(EXERCISE OBJECTIVE)
If a line in the listing below contains "RoslynAndYou", return that line.
╭─ RECORDS FOR THE TASK
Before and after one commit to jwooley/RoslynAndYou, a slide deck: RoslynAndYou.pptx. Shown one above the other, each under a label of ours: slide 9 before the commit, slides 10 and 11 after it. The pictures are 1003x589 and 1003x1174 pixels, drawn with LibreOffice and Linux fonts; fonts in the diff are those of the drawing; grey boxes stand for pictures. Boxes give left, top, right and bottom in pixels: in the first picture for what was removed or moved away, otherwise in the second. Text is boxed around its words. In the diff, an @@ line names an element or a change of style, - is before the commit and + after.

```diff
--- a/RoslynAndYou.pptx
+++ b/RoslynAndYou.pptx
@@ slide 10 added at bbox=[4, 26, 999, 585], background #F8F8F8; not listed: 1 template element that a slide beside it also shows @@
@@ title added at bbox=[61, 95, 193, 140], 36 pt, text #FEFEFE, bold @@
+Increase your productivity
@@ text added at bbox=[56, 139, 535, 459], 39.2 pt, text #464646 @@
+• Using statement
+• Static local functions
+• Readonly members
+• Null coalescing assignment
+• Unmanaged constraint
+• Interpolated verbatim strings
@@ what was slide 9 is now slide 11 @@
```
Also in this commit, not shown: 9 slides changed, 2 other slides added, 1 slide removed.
╰─
╭─ RECORDS FOR THE TASK
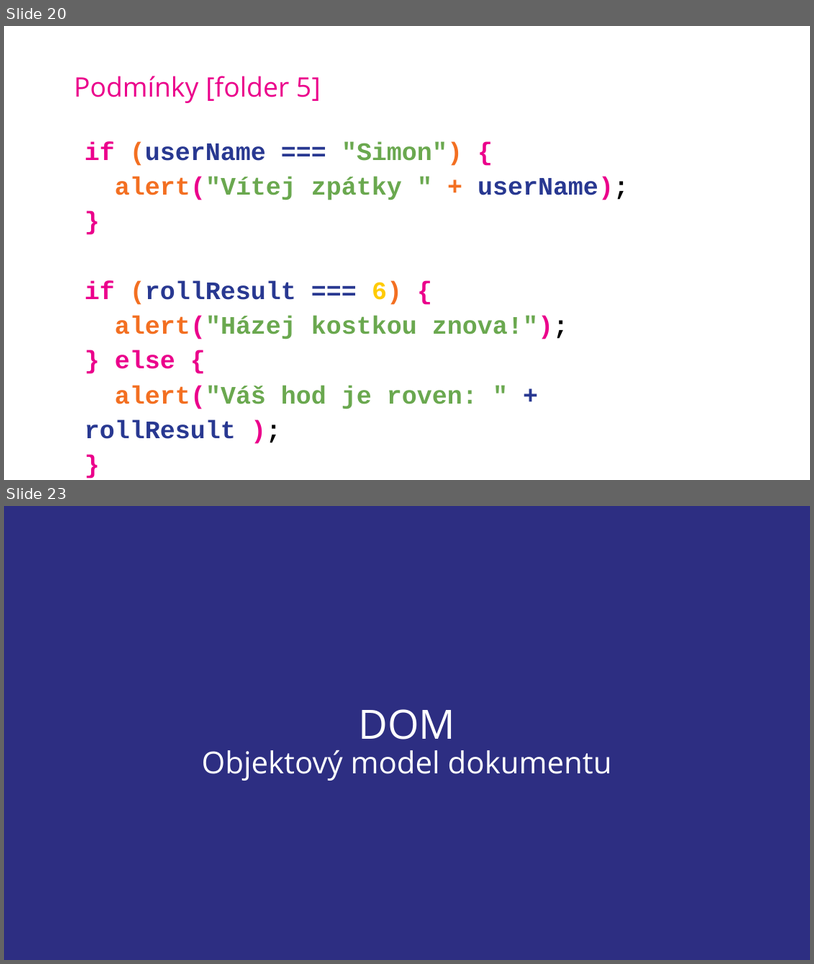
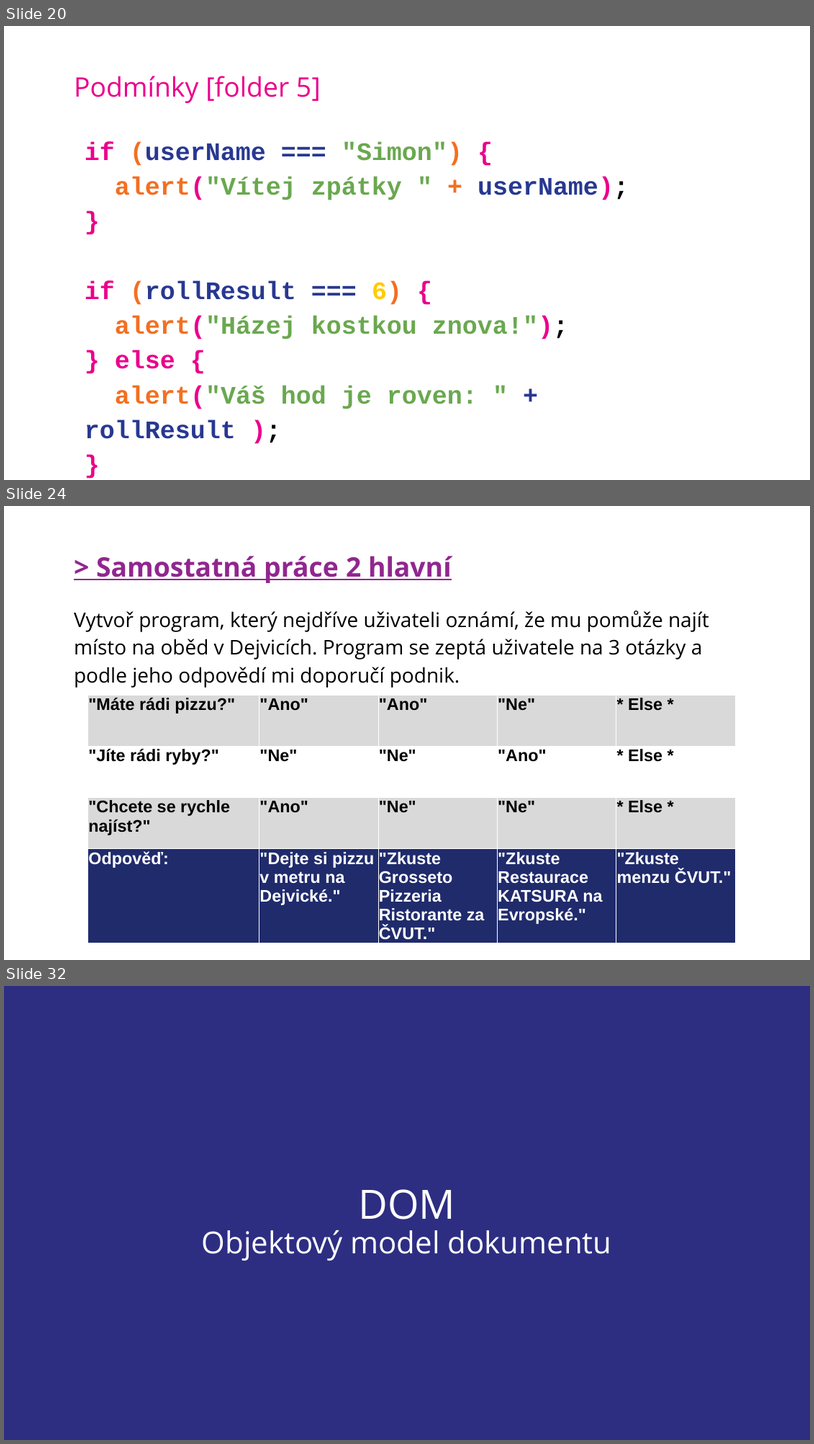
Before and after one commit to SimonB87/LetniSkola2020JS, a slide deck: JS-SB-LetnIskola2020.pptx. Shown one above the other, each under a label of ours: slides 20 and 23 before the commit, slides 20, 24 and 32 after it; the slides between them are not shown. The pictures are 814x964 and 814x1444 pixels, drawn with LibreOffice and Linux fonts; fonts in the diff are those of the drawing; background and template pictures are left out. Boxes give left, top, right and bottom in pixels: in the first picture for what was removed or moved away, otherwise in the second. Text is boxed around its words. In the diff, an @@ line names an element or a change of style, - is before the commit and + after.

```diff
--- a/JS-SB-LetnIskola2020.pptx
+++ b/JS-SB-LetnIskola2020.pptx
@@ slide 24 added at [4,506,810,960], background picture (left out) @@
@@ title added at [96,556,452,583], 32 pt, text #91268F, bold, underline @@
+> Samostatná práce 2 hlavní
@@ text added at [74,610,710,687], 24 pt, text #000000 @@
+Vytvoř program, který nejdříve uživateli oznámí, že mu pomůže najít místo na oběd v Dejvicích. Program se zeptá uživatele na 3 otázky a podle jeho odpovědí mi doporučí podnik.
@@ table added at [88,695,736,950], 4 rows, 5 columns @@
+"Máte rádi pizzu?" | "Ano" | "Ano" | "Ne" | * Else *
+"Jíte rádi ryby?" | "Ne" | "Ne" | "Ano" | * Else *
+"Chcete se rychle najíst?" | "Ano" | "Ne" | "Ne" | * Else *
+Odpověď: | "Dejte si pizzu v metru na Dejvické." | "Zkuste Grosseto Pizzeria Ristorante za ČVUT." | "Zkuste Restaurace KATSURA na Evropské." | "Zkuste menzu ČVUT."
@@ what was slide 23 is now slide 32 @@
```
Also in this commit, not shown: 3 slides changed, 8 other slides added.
╰─
╭─ RECORDS FOR THE TASK
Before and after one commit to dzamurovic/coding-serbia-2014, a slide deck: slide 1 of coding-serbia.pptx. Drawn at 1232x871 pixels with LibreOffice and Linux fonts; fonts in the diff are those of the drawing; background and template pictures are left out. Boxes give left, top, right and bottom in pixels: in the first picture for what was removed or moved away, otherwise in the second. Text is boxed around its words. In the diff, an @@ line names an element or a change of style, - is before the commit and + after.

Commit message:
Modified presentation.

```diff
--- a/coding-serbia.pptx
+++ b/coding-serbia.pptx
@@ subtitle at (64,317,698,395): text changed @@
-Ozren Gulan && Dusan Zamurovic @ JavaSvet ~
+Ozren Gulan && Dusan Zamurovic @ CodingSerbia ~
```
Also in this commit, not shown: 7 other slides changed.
╰─
(RESPONSE BOX)
Before and after one commit to jwooley/RoslynAndYou, a slide deck: RoslynAndYou.pptx. Shown one above the other, each under a label of ours: slide 9 before the commit, slides 10 and 11 after it. The pictures are 1003x589 and 1003x1174 pixels, drawn with LibreOffice and Linux fonts; fonts in the diff are those of the drawing; grey boxes stand for pictures. Boxes give left, top, right and bottom in pixels: in the first picture for what was removed or moved away, otherwise in the second. Text is boxed around its words. In the diff, an @@ line names an element or a change of style, - is before the commit and + after.
--- a/RoslynAndYou.pptx
+++ b/RoslynAndYou.pptx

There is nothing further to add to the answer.